Well, that wasn't the impression I got, but I sure hope you are correct. If so then this is some through and through fantastic news. They should really clarify that a bit. When it comes to video talk they tended to refer to non-Cxx and non 1DC as consumer stuff. But if all he meant was Rebels and xxD that is another story entirely!

Anyway yeah it does call my assumption into some question though. Good point.

And reading it yet again, yeah it very hard to tell exactly what he meant since they were talking about both consumer and pro of various levels and it's all mixed together. Maybe he did really did mean only Rebels and perhaps xxD and he wasn't referring to 5D level stuff at that point.


----------



## LukasS (Sep 16, 2015)

rrcphoto said:


> canon's doing it because it's more cost effective and faster readout.



WHAT? He literally said it costs MORE not less. Have you read the interview?


----------



## LukasS (Sep 16, 2015)

PureClassA said:


> people buy MILCs partly because they are small and thin and light.


"partly"... I would say that these reasons are down the line, I think (and from seeing reaction of all the ppl I've had handed my DSLR to) small cameras mostly have the appeal of simple device that can be used with little knowledge of the equipment.


----------



## unfocused (Sep 17, 2015)

LetTheRightLensIn said:


> unfocused said:
> 
> 
> > LetTheRightLensIn said:
> ...



Absolutely agree that it was too vague to know for sure what he meant. I just have a hard time believing they will hold off for another generation before including 4K. I'm a video neophyte so for me personally, it's not a big deal, but from what I can tell, 4K is very important for cropping down to HD. I've got to believe that the competitive pressures are such that Canon will want to make sure they check off that box with the next generation of DSLRs, at least with the 5D.


----------



## hoodlum (Sep 17, 2015)

I thought this interview sounded familiar.

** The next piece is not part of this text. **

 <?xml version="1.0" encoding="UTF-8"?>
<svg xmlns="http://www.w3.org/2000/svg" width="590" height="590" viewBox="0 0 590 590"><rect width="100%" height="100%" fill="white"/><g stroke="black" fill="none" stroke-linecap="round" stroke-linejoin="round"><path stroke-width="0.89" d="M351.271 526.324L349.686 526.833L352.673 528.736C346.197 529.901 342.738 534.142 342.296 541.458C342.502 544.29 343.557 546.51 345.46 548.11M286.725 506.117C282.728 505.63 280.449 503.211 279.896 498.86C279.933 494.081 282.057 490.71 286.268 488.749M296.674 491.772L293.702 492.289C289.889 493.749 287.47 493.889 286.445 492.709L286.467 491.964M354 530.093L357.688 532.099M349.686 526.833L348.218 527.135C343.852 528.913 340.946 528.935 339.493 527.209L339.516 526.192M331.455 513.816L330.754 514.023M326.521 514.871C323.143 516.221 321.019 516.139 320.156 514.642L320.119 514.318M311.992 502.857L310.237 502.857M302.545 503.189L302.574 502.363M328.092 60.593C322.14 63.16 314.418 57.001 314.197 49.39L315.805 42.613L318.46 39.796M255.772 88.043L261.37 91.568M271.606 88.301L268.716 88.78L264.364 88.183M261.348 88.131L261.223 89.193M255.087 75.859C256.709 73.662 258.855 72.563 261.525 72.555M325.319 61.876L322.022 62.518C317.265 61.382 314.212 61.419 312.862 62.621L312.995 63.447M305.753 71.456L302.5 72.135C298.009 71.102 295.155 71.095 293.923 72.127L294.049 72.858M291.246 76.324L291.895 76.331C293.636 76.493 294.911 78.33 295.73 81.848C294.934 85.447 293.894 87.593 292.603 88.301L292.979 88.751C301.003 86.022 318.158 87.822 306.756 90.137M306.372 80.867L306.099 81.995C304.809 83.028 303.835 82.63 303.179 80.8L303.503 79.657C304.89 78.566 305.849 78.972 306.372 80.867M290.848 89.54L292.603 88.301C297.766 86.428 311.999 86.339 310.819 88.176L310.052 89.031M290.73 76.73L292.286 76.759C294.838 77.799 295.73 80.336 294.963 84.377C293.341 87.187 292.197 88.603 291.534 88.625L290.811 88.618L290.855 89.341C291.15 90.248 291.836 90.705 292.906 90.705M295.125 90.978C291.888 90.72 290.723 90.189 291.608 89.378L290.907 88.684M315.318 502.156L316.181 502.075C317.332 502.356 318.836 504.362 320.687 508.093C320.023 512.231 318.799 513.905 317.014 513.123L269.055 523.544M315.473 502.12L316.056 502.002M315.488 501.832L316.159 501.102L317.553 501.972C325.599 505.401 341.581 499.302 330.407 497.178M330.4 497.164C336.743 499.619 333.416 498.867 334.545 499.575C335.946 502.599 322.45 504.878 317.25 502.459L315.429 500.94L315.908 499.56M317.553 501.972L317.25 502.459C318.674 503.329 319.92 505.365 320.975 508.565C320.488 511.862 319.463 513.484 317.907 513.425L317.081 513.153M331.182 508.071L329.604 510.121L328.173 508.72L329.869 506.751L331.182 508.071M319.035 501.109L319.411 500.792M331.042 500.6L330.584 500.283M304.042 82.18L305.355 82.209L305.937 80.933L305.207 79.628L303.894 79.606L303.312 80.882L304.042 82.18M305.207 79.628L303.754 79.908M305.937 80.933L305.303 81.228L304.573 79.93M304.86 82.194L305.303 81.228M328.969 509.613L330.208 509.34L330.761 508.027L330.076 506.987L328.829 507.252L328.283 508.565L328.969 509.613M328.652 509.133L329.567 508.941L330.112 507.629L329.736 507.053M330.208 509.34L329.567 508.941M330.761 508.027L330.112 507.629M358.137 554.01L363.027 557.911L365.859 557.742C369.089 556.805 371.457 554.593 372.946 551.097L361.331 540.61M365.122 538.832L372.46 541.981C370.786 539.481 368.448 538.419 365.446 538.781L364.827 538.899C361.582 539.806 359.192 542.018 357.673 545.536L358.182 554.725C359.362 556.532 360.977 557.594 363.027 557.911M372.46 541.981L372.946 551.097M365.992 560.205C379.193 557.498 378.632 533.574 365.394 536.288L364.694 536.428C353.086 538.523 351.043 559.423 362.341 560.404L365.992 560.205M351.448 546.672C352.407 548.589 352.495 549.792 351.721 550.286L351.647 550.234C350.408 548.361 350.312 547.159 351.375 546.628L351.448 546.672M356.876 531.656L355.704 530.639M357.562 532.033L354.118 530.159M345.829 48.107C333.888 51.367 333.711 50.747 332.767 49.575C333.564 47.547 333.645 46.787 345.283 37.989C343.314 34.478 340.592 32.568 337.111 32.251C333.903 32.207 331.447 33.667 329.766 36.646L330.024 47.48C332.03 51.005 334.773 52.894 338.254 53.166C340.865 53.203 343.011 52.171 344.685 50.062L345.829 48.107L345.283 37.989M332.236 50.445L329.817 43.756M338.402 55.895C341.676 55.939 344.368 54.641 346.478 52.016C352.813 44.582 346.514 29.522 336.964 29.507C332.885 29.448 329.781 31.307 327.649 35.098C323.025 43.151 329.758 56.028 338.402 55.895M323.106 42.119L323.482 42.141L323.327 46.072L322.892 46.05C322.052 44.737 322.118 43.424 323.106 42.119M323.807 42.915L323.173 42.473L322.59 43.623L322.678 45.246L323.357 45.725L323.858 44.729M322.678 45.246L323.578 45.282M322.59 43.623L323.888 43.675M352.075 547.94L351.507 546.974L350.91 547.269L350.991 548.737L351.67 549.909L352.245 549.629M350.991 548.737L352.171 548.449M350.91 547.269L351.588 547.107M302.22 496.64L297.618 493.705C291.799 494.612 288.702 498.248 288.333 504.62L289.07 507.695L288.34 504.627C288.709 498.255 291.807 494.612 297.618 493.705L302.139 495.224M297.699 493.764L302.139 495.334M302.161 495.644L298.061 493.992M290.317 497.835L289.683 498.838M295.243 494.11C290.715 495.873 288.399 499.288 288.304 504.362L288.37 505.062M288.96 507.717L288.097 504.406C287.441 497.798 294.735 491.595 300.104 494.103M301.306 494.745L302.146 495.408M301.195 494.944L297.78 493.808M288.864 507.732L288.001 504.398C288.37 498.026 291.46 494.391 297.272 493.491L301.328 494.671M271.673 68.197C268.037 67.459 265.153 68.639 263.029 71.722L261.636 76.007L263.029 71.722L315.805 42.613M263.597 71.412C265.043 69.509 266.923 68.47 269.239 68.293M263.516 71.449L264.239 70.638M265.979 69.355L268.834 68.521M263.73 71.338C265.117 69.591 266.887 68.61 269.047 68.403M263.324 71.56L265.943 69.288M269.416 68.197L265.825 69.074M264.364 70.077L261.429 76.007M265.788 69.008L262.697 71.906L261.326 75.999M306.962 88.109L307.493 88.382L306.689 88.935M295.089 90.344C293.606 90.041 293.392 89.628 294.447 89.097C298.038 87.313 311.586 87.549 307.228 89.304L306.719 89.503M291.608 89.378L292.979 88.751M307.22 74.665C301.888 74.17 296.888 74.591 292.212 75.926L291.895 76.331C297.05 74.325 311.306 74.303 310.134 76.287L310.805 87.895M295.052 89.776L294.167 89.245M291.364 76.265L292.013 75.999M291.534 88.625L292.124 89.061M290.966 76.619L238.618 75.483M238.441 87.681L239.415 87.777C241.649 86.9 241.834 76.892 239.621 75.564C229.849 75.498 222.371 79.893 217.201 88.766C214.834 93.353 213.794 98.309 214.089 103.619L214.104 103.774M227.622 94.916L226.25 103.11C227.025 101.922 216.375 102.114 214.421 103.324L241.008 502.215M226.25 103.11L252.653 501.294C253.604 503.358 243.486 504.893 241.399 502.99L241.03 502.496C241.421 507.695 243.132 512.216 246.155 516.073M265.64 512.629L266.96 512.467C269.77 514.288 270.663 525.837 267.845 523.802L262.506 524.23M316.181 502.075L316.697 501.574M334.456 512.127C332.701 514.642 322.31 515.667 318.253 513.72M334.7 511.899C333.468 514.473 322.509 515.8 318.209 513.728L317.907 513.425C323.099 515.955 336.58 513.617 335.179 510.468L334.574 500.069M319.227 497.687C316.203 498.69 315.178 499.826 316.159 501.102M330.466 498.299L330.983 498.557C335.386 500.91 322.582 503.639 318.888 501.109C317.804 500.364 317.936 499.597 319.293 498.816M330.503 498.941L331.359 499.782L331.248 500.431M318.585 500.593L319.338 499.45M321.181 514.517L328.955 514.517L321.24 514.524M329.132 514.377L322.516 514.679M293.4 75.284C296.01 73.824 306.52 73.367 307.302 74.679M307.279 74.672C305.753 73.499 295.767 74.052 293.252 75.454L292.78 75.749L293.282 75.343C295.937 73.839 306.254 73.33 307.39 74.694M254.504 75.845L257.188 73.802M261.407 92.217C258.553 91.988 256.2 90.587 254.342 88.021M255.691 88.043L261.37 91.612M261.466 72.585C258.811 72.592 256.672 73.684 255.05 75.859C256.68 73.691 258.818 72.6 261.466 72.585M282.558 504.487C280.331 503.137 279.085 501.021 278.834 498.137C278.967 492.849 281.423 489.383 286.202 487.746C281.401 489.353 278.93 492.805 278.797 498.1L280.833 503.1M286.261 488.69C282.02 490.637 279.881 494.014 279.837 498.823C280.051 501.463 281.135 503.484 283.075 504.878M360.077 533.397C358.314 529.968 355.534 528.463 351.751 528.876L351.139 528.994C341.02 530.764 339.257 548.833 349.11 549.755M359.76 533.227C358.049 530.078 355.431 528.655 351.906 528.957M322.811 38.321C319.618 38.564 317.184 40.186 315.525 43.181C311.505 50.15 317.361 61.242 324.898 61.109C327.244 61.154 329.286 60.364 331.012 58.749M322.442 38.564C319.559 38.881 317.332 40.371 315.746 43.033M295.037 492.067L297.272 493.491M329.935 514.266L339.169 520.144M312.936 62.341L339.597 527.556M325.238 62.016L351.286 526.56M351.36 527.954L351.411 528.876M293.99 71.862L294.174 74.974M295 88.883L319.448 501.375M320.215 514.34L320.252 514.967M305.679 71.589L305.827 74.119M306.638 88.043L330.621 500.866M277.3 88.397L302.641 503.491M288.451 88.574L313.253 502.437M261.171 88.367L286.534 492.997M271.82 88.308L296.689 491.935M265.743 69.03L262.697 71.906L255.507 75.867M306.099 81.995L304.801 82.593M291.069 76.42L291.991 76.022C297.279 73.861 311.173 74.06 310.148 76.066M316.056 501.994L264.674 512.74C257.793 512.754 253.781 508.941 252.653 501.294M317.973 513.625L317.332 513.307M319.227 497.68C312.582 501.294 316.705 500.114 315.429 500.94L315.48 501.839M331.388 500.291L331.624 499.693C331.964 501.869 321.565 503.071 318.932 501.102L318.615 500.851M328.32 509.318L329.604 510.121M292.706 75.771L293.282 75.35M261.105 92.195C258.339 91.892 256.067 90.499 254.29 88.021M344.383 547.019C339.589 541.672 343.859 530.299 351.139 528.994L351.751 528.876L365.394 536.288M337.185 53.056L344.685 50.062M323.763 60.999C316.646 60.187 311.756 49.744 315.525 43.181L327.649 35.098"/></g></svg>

http://www.canonrumors.com/a-new-eos-m-with-evf-second-half-of-2014/

- A new EOS M3 camera could arrive in the 2nd half of 2014 with an EVF
- New EF-M lenses are coming, though worldwide availability isn’t mentioned.
- Canon is considering a prosumer/professional mirrorless camera
- Video performance will be a key feature of future EOS M development.


----------



## Mitch.Conner (Sep 17, 2015)

When he says that the current lens lineup can handle 50mp, and he's specifically responding to whether they can handle 120 and/or 250... how do you all interpret that?

I'm not sure what to think.


I'm psyched about a lot of what I read in this interview though.


----------



## StudentOfLight (Sep 17, 2015)

LetTheRightLensIn said:


> unfocused said:
> 
> 
> > LetTheRightLensIn said:
> ...


B2B is *Direct* Business to Business. So one corporate negotiating and selling to another.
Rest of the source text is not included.